ASSIGNED TASK — Could you restate the whole listing below word for word, minus the pictures?

DATA SUPPLIED —
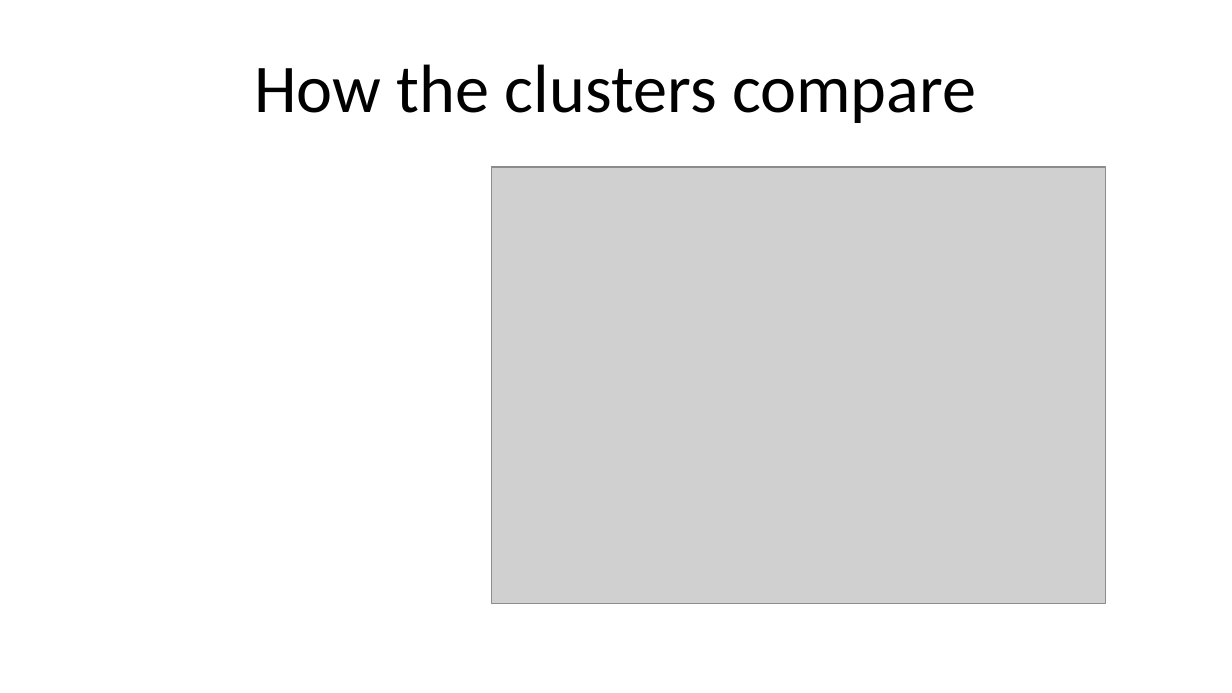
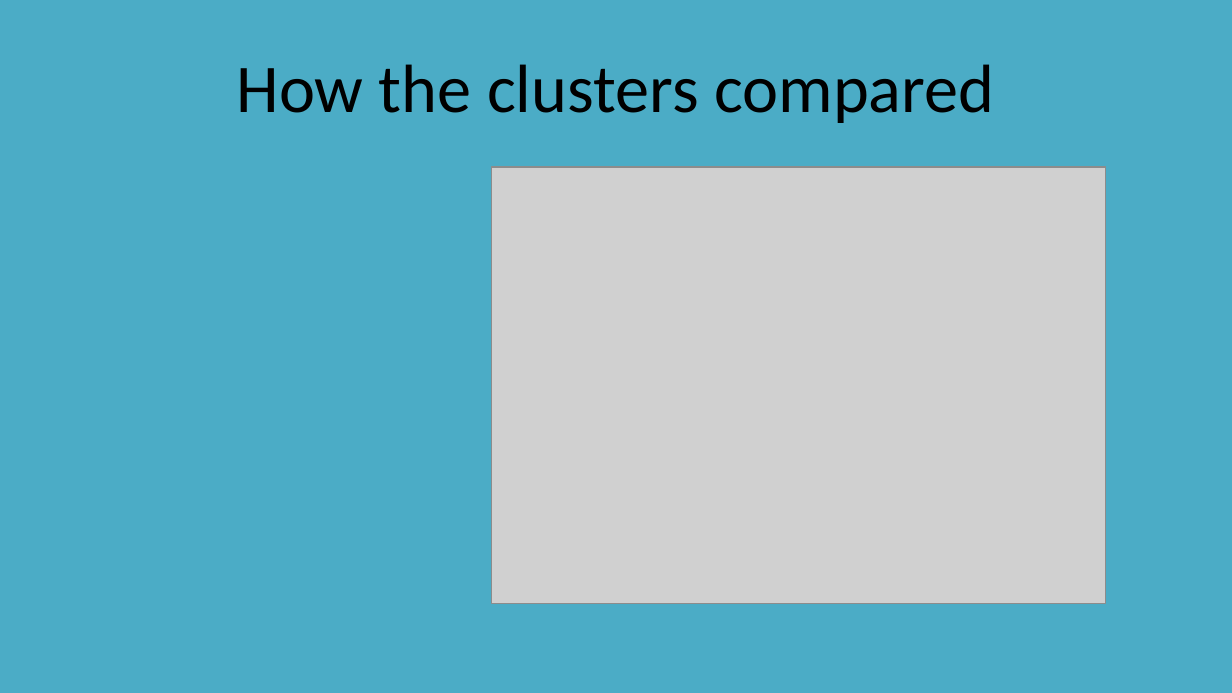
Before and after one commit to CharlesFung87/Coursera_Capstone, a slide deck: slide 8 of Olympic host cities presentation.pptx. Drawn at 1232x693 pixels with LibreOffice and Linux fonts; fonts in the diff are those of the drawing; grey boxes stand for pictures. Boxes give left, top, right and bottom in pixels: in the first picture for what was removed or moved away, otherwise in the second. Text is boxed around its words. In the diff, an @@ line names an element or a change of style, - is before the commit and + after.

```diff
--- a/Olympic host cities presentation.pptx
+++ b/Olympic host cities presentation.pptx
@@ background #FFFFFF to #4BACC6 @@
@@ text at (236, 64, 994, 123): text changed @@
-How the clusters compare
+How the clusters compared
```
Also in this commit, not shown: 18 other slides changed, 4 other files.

RESPONSE AREA —
Before and after one commit to CharlesFung87/Coursera_Capstone, a slide deck: slide 8 of Olympic host cities presentation.pptx. Drawn at 1232x693 pixels with LibreOffice and Linux fonts; fonts in the diff are those of the drawing; grey boxes stand for pictures. Boxes give left, top, right and bottom in pixels: in the first picture for what was removed or moved away, otherwise in the second. Text is boxed around its words. In the diff, an @@ line names an element or a change of style, - is before the commit and + after.

```diff
--- a/Olympic host cities presentation.pptx
+++ b/Olympic host cities presentation.pptx
@@ background #FFFFFF to #4BACC6 @@
@@ text at (236, 64, 994, 123): text changed @@
-How the clusters compare
+How the clusters compared
```
Also in this commit, not shown: 18 other slides changed, 4 other files.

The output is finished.